Start of Source data

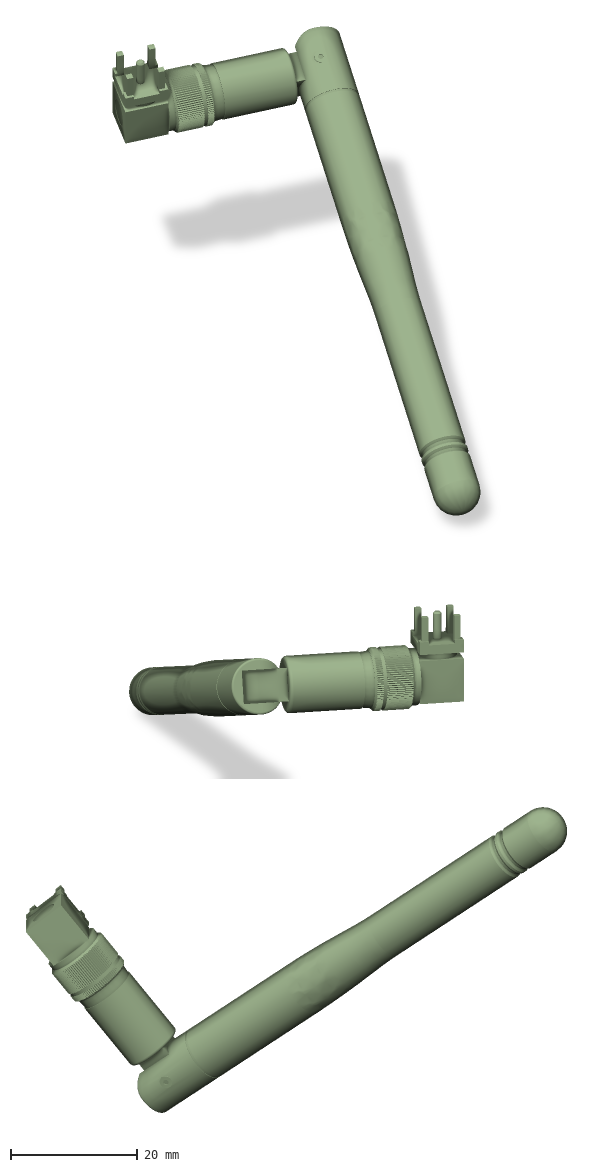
import cadquery as cq
import math

droop_angle = 17.0

whip_back = -5.3
sleeve_radius = 4.5
back_edge_round = 0.3
collar_groove_start = 6.2
collar_groove_width = 0.4
collar_groove_depth = 0.1
taper_start = 26.95
taper_end = 39.5
waist_end = 44.4
whip_radius = 3.8
dome_start = 77.8
dome_round = 3.7
ring_groove_start = 69.7
ring_groove_width = 1.2
ring_groove_floor = 0.4
ring_groove_pitch = 1.6
ring_groove_count = 2
ring_groove_depth = 0.3

taper_share = (taper_end - taper_start) / (waist_end - taper_start)
taper_end_radius = sleeve_radius - taper_share * (sleeve_radius - whip_radius)

hinge_y = -0.3
slot_height = 5.3
slot_wall_y = 2.7
slot_end = 2.6
jaw_round = 3.9
blade_width = 5.15
hinge_pin_y = -0.5
hinge_pin_radius = 1.0
hinge_socket_radius = 0.4
hinge_socket_depth = 0.2

barrel_start = 5.15
barrel_radius = 4.6
barrel_round = 0.5
neck_start = 17.2
neck_radius = 4.4
nut_start = 18.85
nut_end = 25.35
nut_radius = 5.1
nut_chamfer = 0.4
knurl_depth = 0.2
knurl_teeth = 90
nut_groove_start = 20.2
nut_groove_width = 0.6
block_start = 26.4

block_size = 7.1
block_end = block_start + block_size
block_y = -(block_start + block_end) / 2
cap_radius = 2.1
cap_recess = 0.1
stud_radius = 3.1
plate_size = block_size
plate_bottom = 4.6
plate_top = 6.1
pad_top = 6.7
pin_top = 10.6
leg_size = 1.0
leg_offset = 2.6
contact_radius = 0.7
contact_chamfer = 0.25
pad_size = (plate_size + leg_size) / 2 - leg_offset

clearance = 0.85
tool_size = 16.9


def droop(shape):
    """Turn a shape built along +X to the direction of the whip."""
    return shape.rotate((0, 0, 0), (0, 1, 0), droop_angle)


def ring(start, width, inner, outer):
    """A ring around the X axis, for cutting grooves."""
    return cq.Workplane("YZ", origin=(start, 0, 0)).circle(outer).circle(inner).extrude(width)


def ring_groove(start):
    """A groove around the whip, with sloping flanks that reach its surface."""
    middle = start + ring_groove_width / 2
    half_width = ring_groove_width / 2
    half_floor = ring_groove_floor / 2
    floor = whip_radius - ring_groove_depth
    return (
        cq.Workplane("XY")
        .moveTo(middle - half_width, whip_radius)
        .lineTo(middle - half_floor, floor)
        .lineTo(middle + half_floor, floor)
        .lineTo(middle + half_width, whip_radius)
        .close()
        .revolve(360, (0, 0, 0), (1, 0, 0))
    )


def jaw_corner():
    """The material outside the rounded corner between the back end and the open side."""
    side = hinge_y - jaw_round
    reach = tool_size / 2
    return (
        cq.Workplane("XY", origin=(0, 0, -reach))
        .moveTo(whip_back, hinge_y)
        .radiusArc((whip_back + jaw_round, side), -jaw_round)
        .lineTo(whip_back + jaw_round, -reach)
        .lineTo(whip_back - clearance, -reach)
        .lineTo(whip_back - clearance, hinge_y)
        .close()
        .extrude(tool_size)
    )


def whip_outer():
    """The turned shape of the whip, with its grooves."""
    profile = (
        cq.Workplane("XY")
        .moveTo(whip_back, 0)
        .lineTo(whip_back, sleeve_radius)
        .lineTo(taper_start, sleeve_radius)
        .tangentArcPoint((taper_end, taper_end_radius), relative=False)
        .tangentArcPoint((waist_end, whip_radius), relative=False)
        .lineTo(dome_start, whip_radius)
        .radiusArc((dome_start + dome_round, whip_radius - dome_round), dome_round)
        .lineTo(dome_start + dome_round, 0)
        .close()
    )
    whip = profile.revolve(360, (0, 0, 0), (1, 0, 0))
    collar_floor = sleeve_radius - collar_groove_depth
    whip = whip.cut(ring(collar_groove_start, collar_groove_width, collar_floor, sleeve_radius + clearance))
    for index in range(ring_groove_count):
        whip = whip.cut(ring_groove(ring_groove_start + index * ring_groove_pitch))
    return whip


def make_whip():
    """The whip with the hinge slot, the rounded jaws and the hole for the hinge pin."""
    reach = tool_size / 2
    slot = (
        cq.Workplane("XY")
        .box(tool_size, tool_size, slot_height)
        .translate((slot_end - reach, slot_wall_y - reach, 0))
    )
    whip = whip_outer().cut(slot).cut(jaw_corner())
    whip = whip.faces("<X").edges("%CIRCLE").fillet(back_edge_round)
    hole = cq.Workplane("XY", origin=(0, hinge_pin_y, -reach)).circle(hinge_pin_radius).extrude(tool_size)
    return droop(whip.cut(hole))


def make_blade():
    """The hinge blade and its pin, tilted with the whip; the blade runs on into the barrel."""
    half_width = blade_width / 2
    root = -barrel_start - clearance
    blade = (
        cq.Workplane("XY", origin=(0, 0, -slot_height / 2))
        .moveTo(-half_width, root)
        .lineTo(half_width, root)
        .lineTo(half_width, hinge_y)
        .threePointArc((0, hinge_y + half_width), (-half_width, hinge_y))
        .close()
        .extrude(slot_height)
    )
    pin = (
        cq.Workplane("XY", origin=(0, hinge_pin_y, -sleeve_radius))
        .circle(hinge_pin_radius)
        .extrude(2 * sleeve_radius)
    )
    for end in ("<Z", ">Z"):
        face = pin.faces(end).workplane(centerOption="CenterOfMass")
        pin = face.circle(hinge_socket_radius).cutBlind(-hinge_socket_depth)
    return droop(blade.union(pin))


def make_barrel():
    """The turned barrel, with a conical neck in front of the nut."""
    return (
        cq.Workplane("XY")
        .moveTo(0, -barrel_start)
        .lineTo(barrel_radius - barrel_round, -barrel_start)
        .radiusArc((barrel_radius, -barrel_start - barrel_round), barrel_round)
        .lineTo(barrel_radius, -neck_start)
        .lineTo(neck_radius, -neck_start)
        .lineTo(barrel_radius, -nut_start)
        .lineTo(barrel_radius, -block_start)
        .lineTo(0, -block_start)
        .close()
        .revolve(360, (0, 0, 0), (0, 1, 0))
    )


def make_nut():
    """The knurled nut: straight teeth, chamfered ends and one groove."""
    length = nut_end - nut_start
    points = []
    for index in range(2 * knurl_teeth):
        angle = math.pi * index / knurl_teeth
        radius = nut_radius - knurl_depth * (index % 2)
        points.append((radius * math.cos(angle), radius * math.sin(angle)))
    teeth = cq.Workplane("XZ", origin=(0, -nut_start, 0)).polyline(points).close().extrude(length)
    envelope = (
        cq.Workplane("XZ", origin=(0, -nut_start, 0))
        .circle(nut_radius)
        .extrude(length)
        .edges()
        .chamfer(nut_chamfer)
    )
    groove = (
        cq.Workplane("XZ", origin=(0, -nut_groove_start, 0))
        .circle(nut_radius + clearance)
        .circle(nut_radius - knurl_depth)
        .extrude(nut_groove_width)
    )
    return teeth.intersect(envelope).cut(groove)


def corner_posts(bottom, top, size, offset):
    """Four square posts, one near each corner of the mounting plate."""
    return (
        cq.Workplane("XY", origin=(0, block_y, bottom))
        .rect(2 * offset, 2 * offset, forConstruction=True)
        .vertices()
        .rect(size, size)
        .extrude(top - bottom)
    )


def make_block():
    """The right-angle block with its stud, mounting plate, legs and centre contact."""
    half = block_size / 2
    block = cq.Workplane("XY").box(block_size, block_size, block_size).translate((0, block_y, 0))
    block = block.faces("<Y").workplane(centerOption="CenterOfMass").circle(cap_radius).cutBlind(-cap_recess)
    stud = cq.Workplane("XY", origin=(0, block_y, half)).circle(stud_radius).extrude(plate_bottom - half)
    plate = (
        cq.Workplane("XY", origin=(0, block_y, plate_bottom))
        .rect(plate_size, plate_size)
        .extrude(plate_top - plate_bottom)
    )
    pads = corner_posts(plate_top, pad_top, pad_size, (plate_size - pad_size) / 2)
    legs = corner_posts(pad_top, pin_top, leg_size, leg_offset)
    contact = (
        cq.Workplane("XY", origin=(0, block_y, plate_top))
        .circle(contact_radius)
        .extrude(pin_top - plate_top)
        .faces(">Z")
        .chamfer(contact_chamfer)
    )
    return block.union(stud).union(plate).union(pads).union(legs).union(contact)


whip = make_whip()
plug = make_barrel().union(make_blade()).union(make_nut()).union(make_block())

result = cq.Compound.makeCompound([whip.val(), plug.val()])

End of Source data

» **What you have to do**: Restate word for word the lines of the data above, starting at the line containing "plate_bottom = 4.6" and ending at the line containing "groove around the", both included, and nothing more.

» **Expected answer**:
plate_bottom = 4.6
plate_top = 6.1
pad_top = 6.7
pin_top = 10.6
leg_size = 1.0
leg_offset = 2.6
contact_radius = 0.7
contact_chamfer = 0.25
pad_size = (plate_size + leg_size) / 2 - leg_offset

clearance = 0.85
tool_size = 16.9


def droop(shape):
    """Turn a shape built along +X to the direction of the whip."""
    return shape.rotate((0, 0, 0), (0, 1, 0), droop_angle)


def ring(start, width, inner, outer):
    """A ring around the X axis, for cutting grooves."""
    return cq.Workplane("YZ", origin=(start, 0, 0)).circle(outer).circle(inner).extrude(width)


def ring_groove(start):
    """A groove around the whip, with sloping flanks that reach its surface."""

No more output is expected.